Age, gender, and racial/ethnic differences in the association of triclocarban with adulthood obesity using NHANES 2013–2016
Published in Archives of Environmental & Occupational Health, 2020
Uloma Igara Uche, Christopher C. King
The etiology of adulthood obesity is multifaceted. While there is substantial evidence of its association with diet, lack of physical activities, and genetic susceptibility, current evidence suggests associations with some environmental factors.8,9 Animal studies have demonstrated environmental agents can disrupt the endocrine system and/or metabolic pathways possibly increasing the risk of obesity. Environmental factors such as bisphenol A, phthalates, and metals have been linked to obesity because of their endocrine disrupting capabilities,10–23 yet there are many other environmental factors to be evaluated.
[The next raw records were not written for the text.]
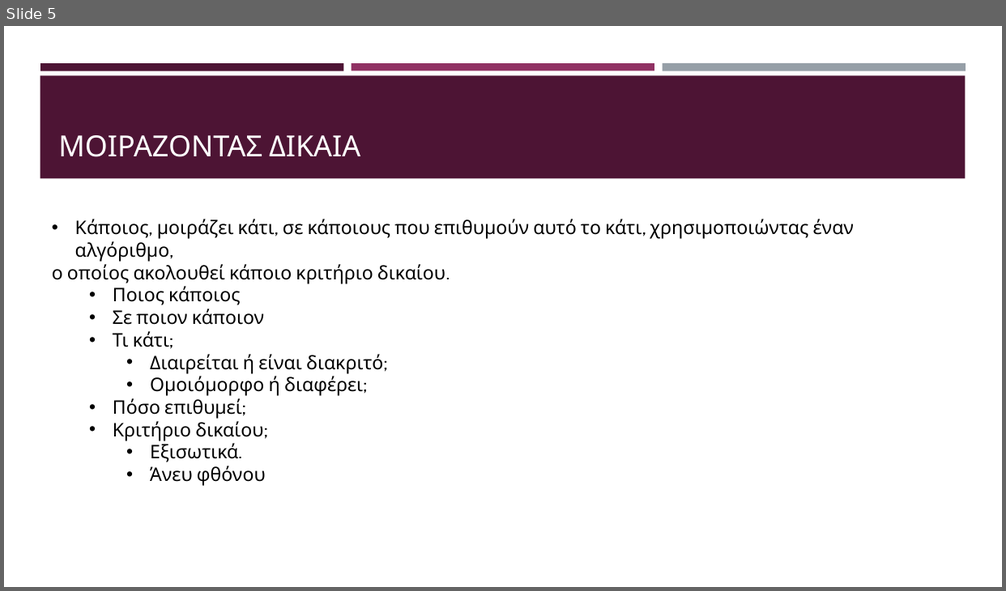
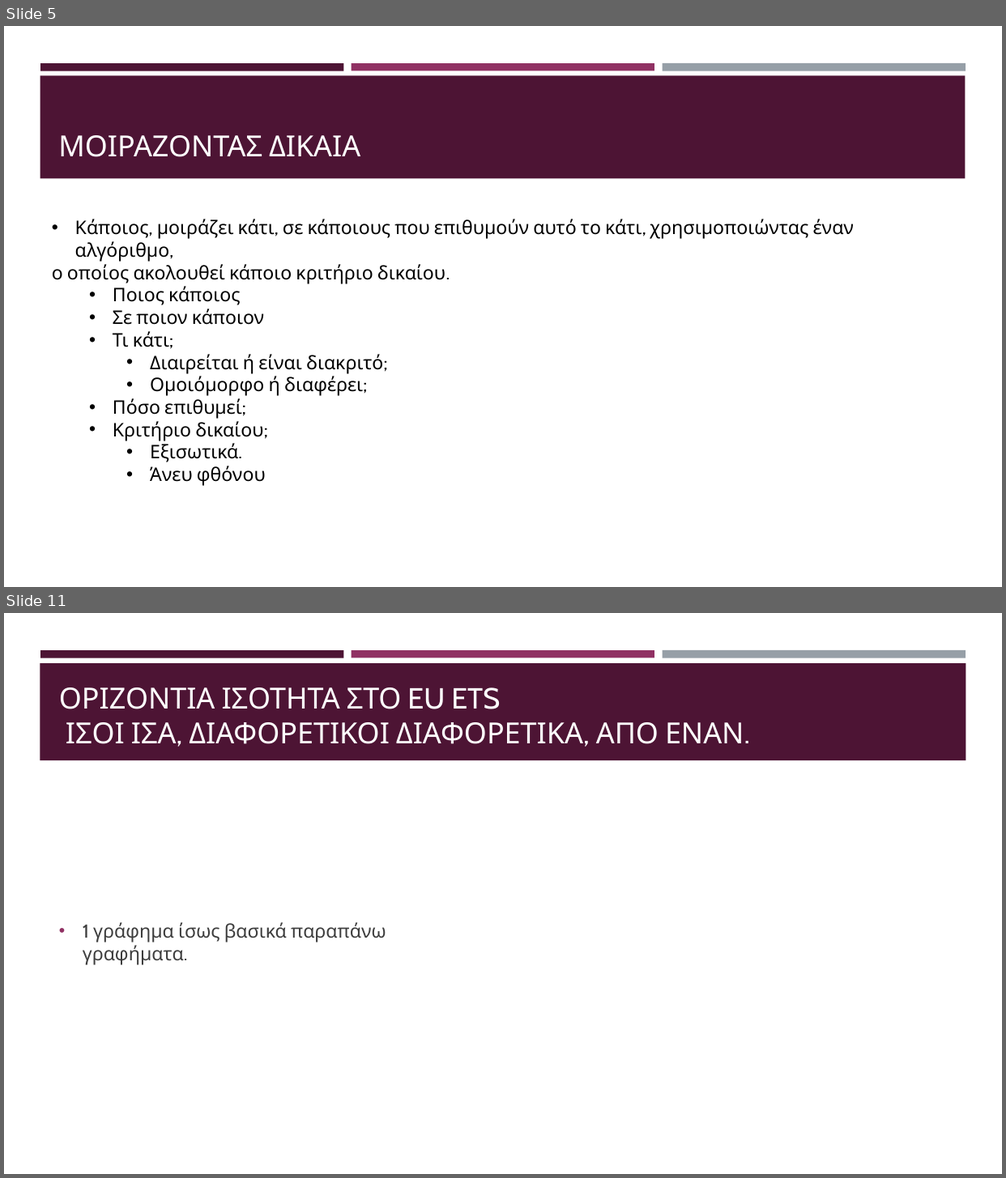
Before and after one commit to kwpap/Diplomatiki_kwpap_step_1, a slide deck: Thesis/Παρουσίαση.pptx. Shown one above the other, each under a label of ours: slide 5 before the commit, slides 5 and 11 after it; the slides between them are not shown. The pictures are 1006x591 and 1006x1178 pixels, drawn with LibreOffice and Linux fonts; fonts in the diff are those of the drawing. Boxes give left, top, right and bottom in pixels: in the first picture for what was removed or moved away, otherwise in the second. Text is boxed around its words. In the diff, an @@ line names an element or a change of style, - is before the commit and + after.

```diff
--- a/Thesis/Παρουσίαση.pptx
+++ b/Thesis/Παρουσίαση.pptx
@@ slide 11 added at (4, 613, 1002, 1174), background #FFFFFF; not listed: 3 template elements that a slide beside it also shows @@
@@ rectangle added at (40, 663, 966, 760), fill #4D1434 @@
@@ title added at (59, 688, 744, 744), 28 pt, text #FFFFFF @@
+ΟΡΙΖΟΝΤΙΑ ΙΣΟΤΗΤΑ ΣΤΟ EU ETS
+ΙΣΟΙ ΙΣΑ, ΔΙΑΦΟΡΕΤΙΚΟΙ ΔΙΑΦΟΡΕΤΙΚΑ, ΑΠΟ ΕΝΑΝ.
@@ text added at (83, 922, 386, 965), 18 pt, text #3D3D3D @@
+• 1 γράφημα ίσως βασικά παραπάνω γραφήματα.
```
Also in this commit, not shown: 3 slides changed, 17 other slides added, 1 other file.
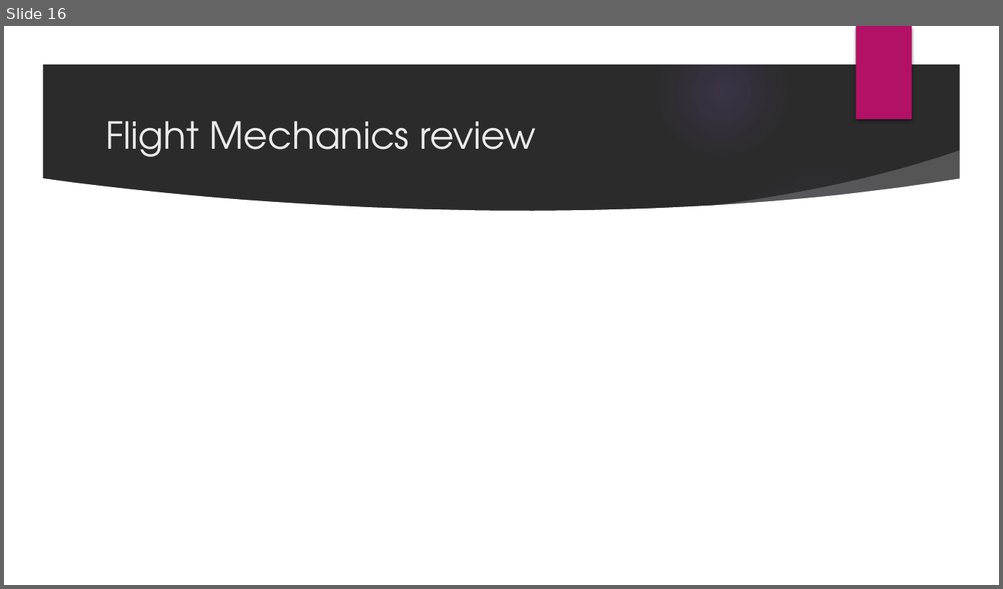
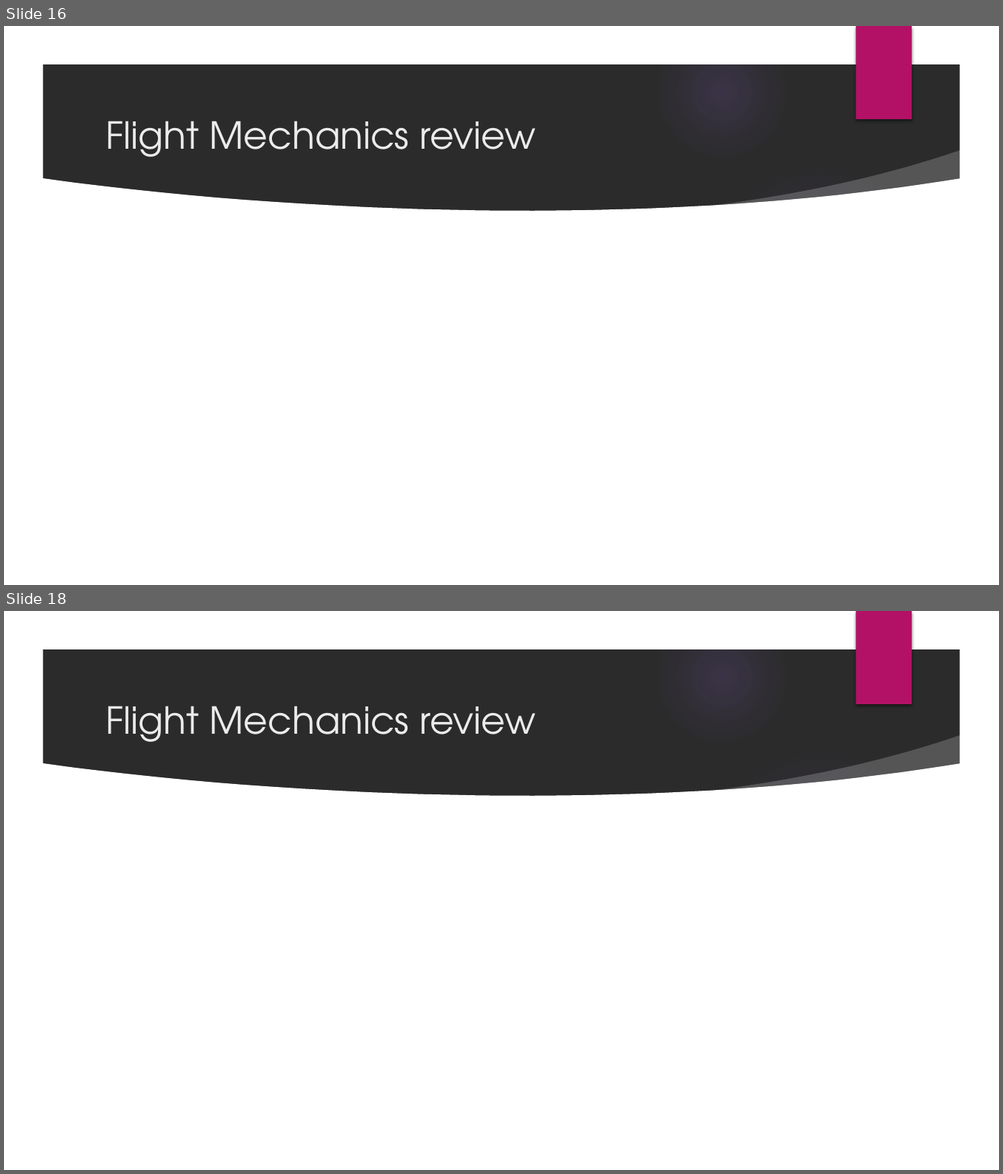
Before and after one commit to Aero-Mohamed/Autopilot, a slide deck: Task 1/Task1_G4_presentation.pptx. Shown one above the other, each under a label of ours: slide 16 before the commit, slides 16 and 18 after it; the slides between them are not shown. The pictures are 1003x589 and 1003x1174 pixels, drawn with LibreOffice and Linux fonts; fonts in the diff are those of the drawing; grey boxes stand for pictures; background and template pictures are left out; a plain dark background stands for a picture behind light text. Boxes give left, top, right and bottom in pixels: in the first picture for what was removed or moved away, otherwise in the second. Text is boxed around its words. In the diff, an @@ line names an element or a change of style, - is before the commit and + after.

```diff
--- a/Task 1/Task1_G4_presentation.pptx
+++ b/Task 1/Task1_G4_presentation.pptx
@@ slide 18 added at (4, 611, 999, 1170), background picture (left out); not listed: 9 template elements that a slide beside it also shows @@
@@ title added at (105, 706, 535, 742), 36 pt, text #EBEBEB @@
+Flight Mechanics review
```
Also in this commit, not shown: 7 slides changed, 4 other slides added, 6 other files.
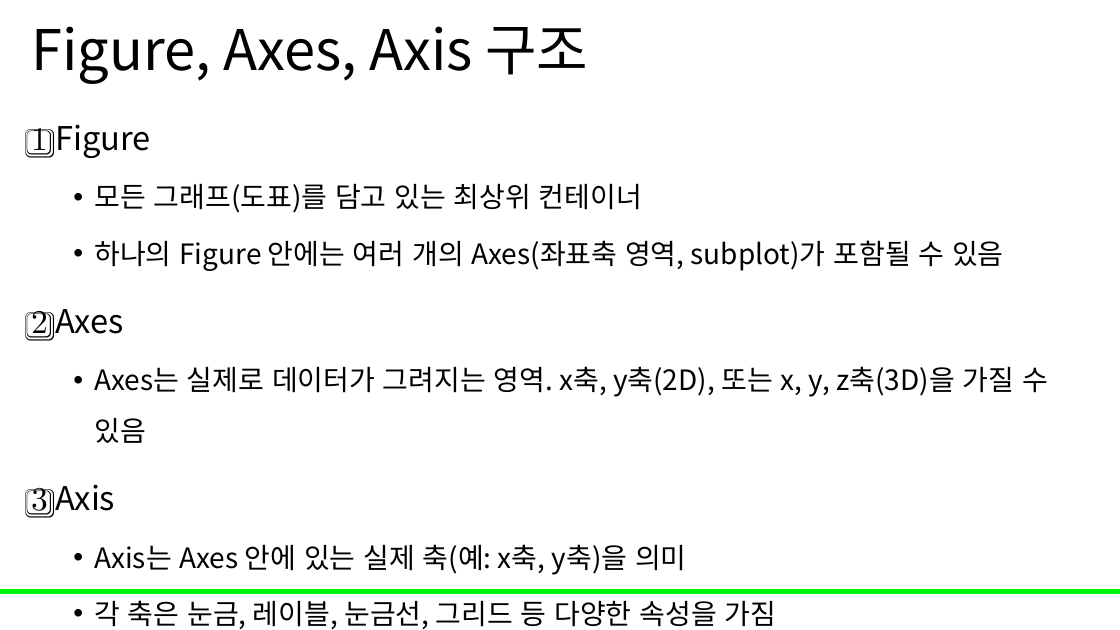
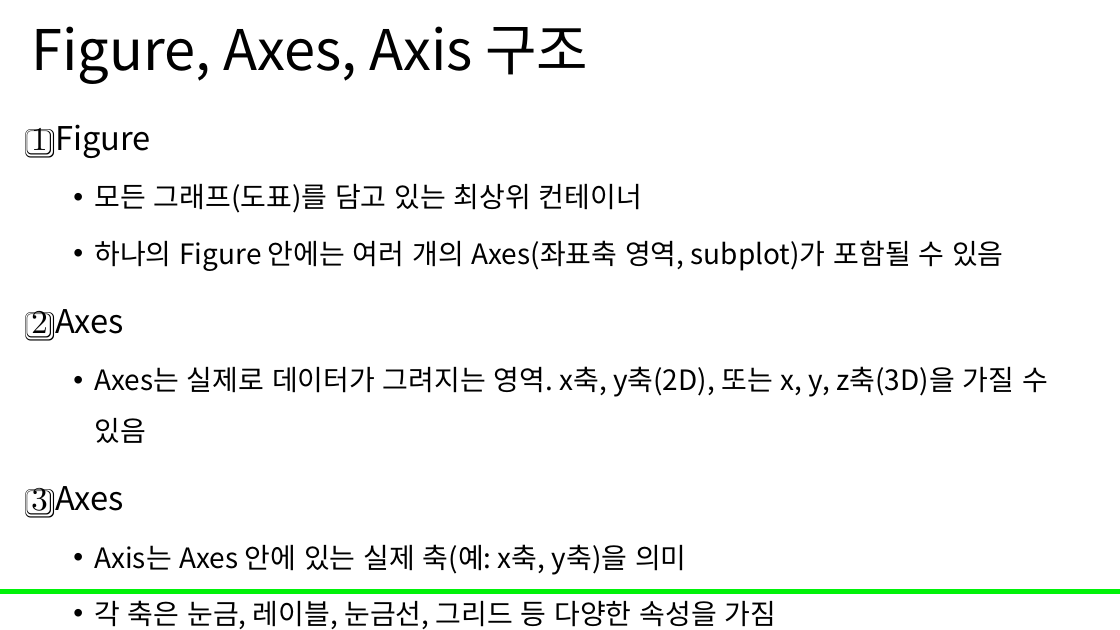
Before and after one commit to Leader-Lesson/KDT_RE_5th, a slide deck: slide 20 of material/3_데이터분석/06_matplotilb.pptx. Drawn at 1120x630 pixels with LibreOffice and Linux fonts; fonts in the diff are those of the drawing; background and template pictures are left out. Boxes give left, top, right and bottom in pixels: in the first picture for what was removed or moved away, otherwise in the second. Text is boxed around its words. In the diff, an @@ line names an element or a change of style, - is before the commit and + after.

```diff
--- a/material/3_데이터분석/06_matplotilb.pptx
+++ b/material/3_데이터분석/06_matplotilb.pptx
@@ text at [31, 486, 124, 518]: text changed @@
-3️⃣ Axis
+3️⃣ Axes
```
Also in this commit, not shown: 6 other slides changed.
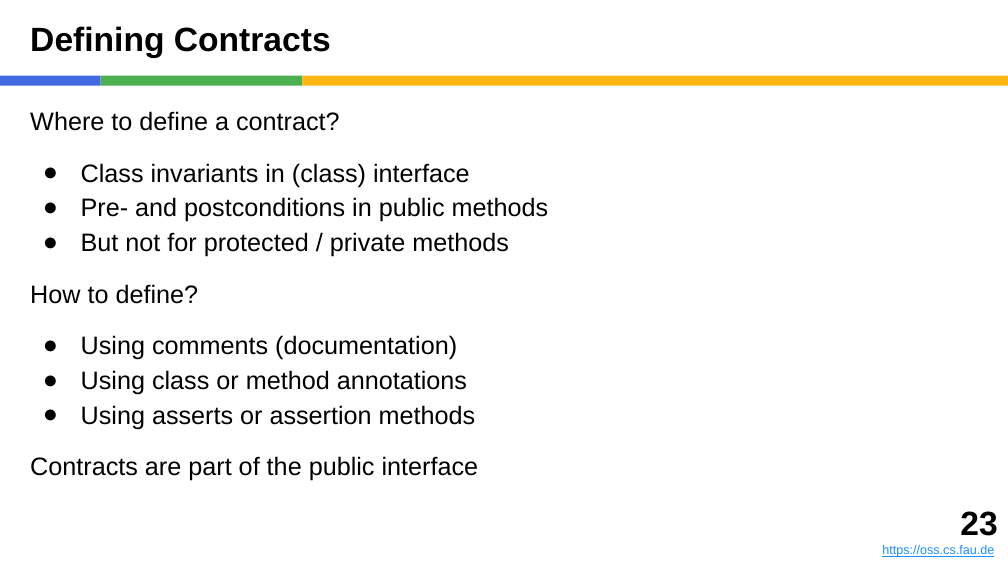
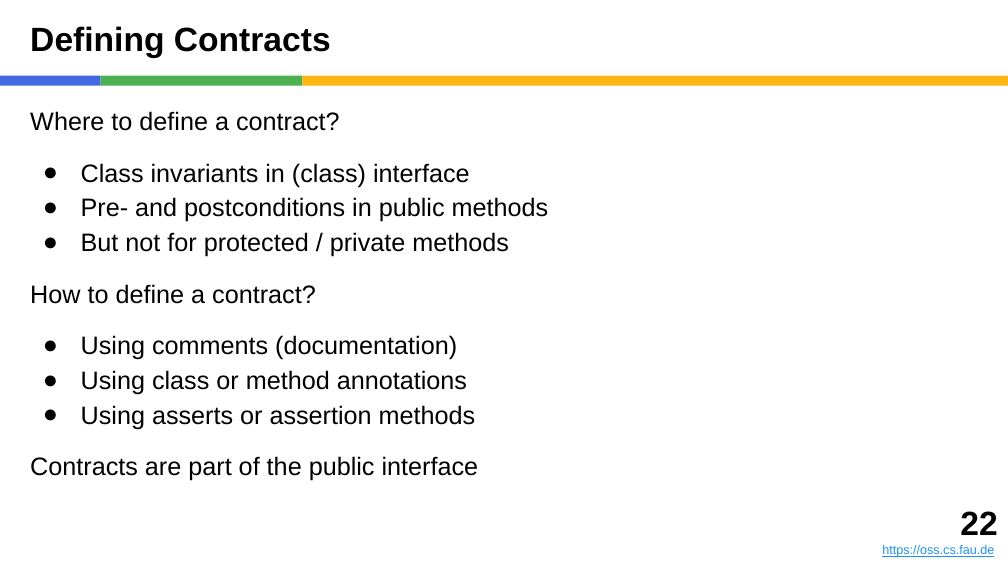
Before and after one commit to dirkriehle/adap-course, a slide deck: slide 22 of Lecture slides/ADAP B04 - Design by Contract.pptx (slide 23 before the commit). Drawn at 1008x567 pixels with LibreOffice and Linux fonts; fonts in the diff are those of the drawing. Boxes give left, top, right and bottom in pixels: in the first picture for what was removed or moved away, otherwise in the second. Text is boxed around its words. In the diff, an @@ line names an element or a change of style, - is before the commit and + after.

```diff
--- a/Lecture slides/ADAP B04 - Design by Contract.pptx
+++ b/Lecture slides/ADAP B04 - Design by Contract.pptx
@@ text at (x1=30, y1=284, x2=316, y2=304): text changed @@
-How to define?
+How to define a contract?
@@ text at (x1=960, y1=511, x2=997, y2=535): text changed @@
-23
+22
```
Also in this commit, not shown: 3 other slides changed, 1 slide added, 4 slides removed, 11 other files.
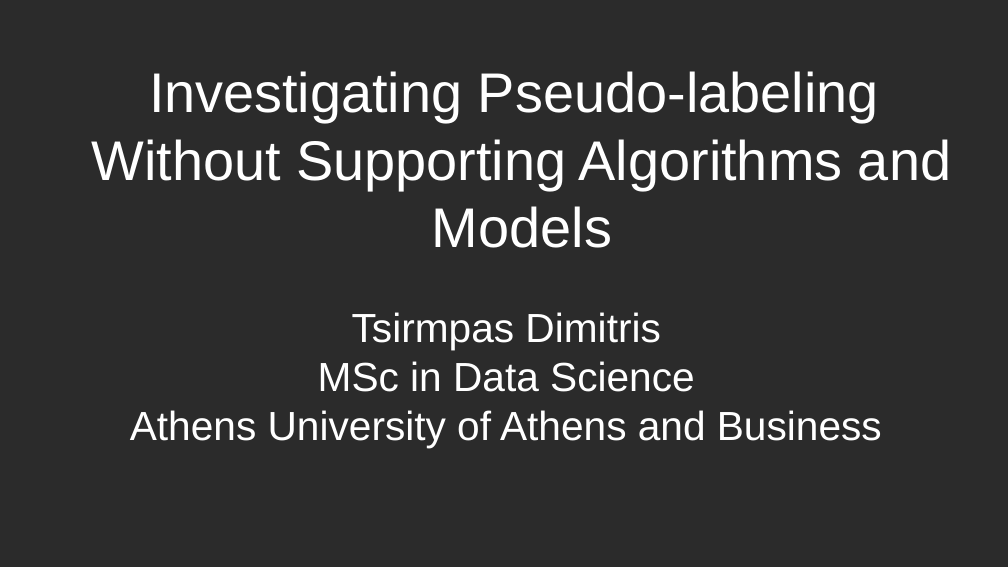
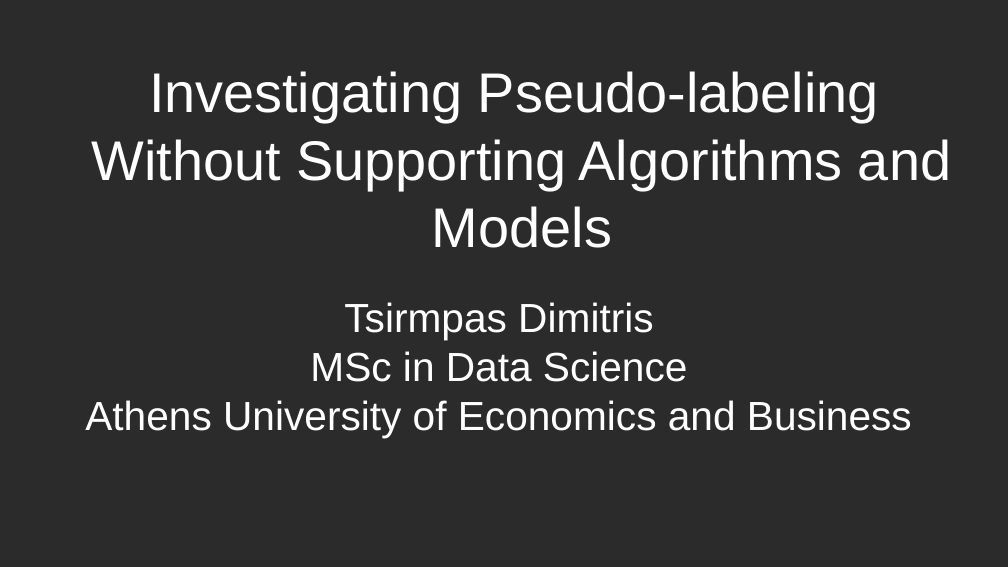
Before and after one commit to dimits-ts/deep_vision_domain_adaptation, a slide deck: slide 1 of presentation/presentation.odp. Drawn at 1008x567 pixels with LibreOffice and Linux fonts; fonts in the diff are those of the drawing; background and template pictures are left out; a plain dark background stands for a picture behind light text. Boxes give left, top, right and bottom in pixels: in the first picture for what was removed or moved away, otherwise in the second. Text is boxed around its words. In the diff, an @@ line names an element or a change of style, - is before the commit and + after.

```diff
--- a/presentation/presentation.odp
+++ b/presentation/presentation.odp
@@ subtitle "Tsirmpas Dimitris": place and size @@
-subtitle "Tsirmpas Dimitris" at (130,312,882,447)
+subtitle "Tsirmpas Dimitris" at (85,302,912,437)
@@ subtitle at (85,400,912,437): text changed @@
-Athens University of Athens and Business
+Athens University of Economics and Business
```
Also in this commit, not shown: 2 other slides changed, 8 slides added, 1 slide removed.

Triclocarban, also known as 3-(4-Chlorophenyl)-1-(3,4-dichlorophenyl)urea or trichlorocarbanilide, is a broad-based biocide with activity against bacteria and fungi. It commonly serves as an antimicrobial agent in cosmetics and personal care products (PCP) such as soaps, lotions, toothpaste, and deodorants.24,25 Its use in PCP was banned by the Food and Drug Administration in September 2016 due to potential health concerns, however, evidence still indicates continuous use in the US.26,27 Significant levels of triclocarban have been detected in human urine, serum, and cord blood samples28,29 due mainly to absorption of triclocarban from PCP. It also has been detected in the environment due to its resistance to degradation in sewage treatment processes.30–32 Triclocarban persists in the environment and bioaccumulates in living organisms,33,34 with potential adverse effects. Findings from both in vivo and in vitro studies suggest triclocarban to be an endocrine disruptor and to affect estrogen and testosterone levels.35–38 In recombinant cell bioassays, Ahn et al38 found that triclocarban enhances steroid hormones to induce estrogen and androgen dependent gene expression through their interaction with receptors. Likewise, Chen et al35 found that triclocarban enhances testosterone action by interacting with androgen receptors. In addition, Huang et al39 found that triclocarban demonstrated estrogen-like activities in analyses using in vitro assays.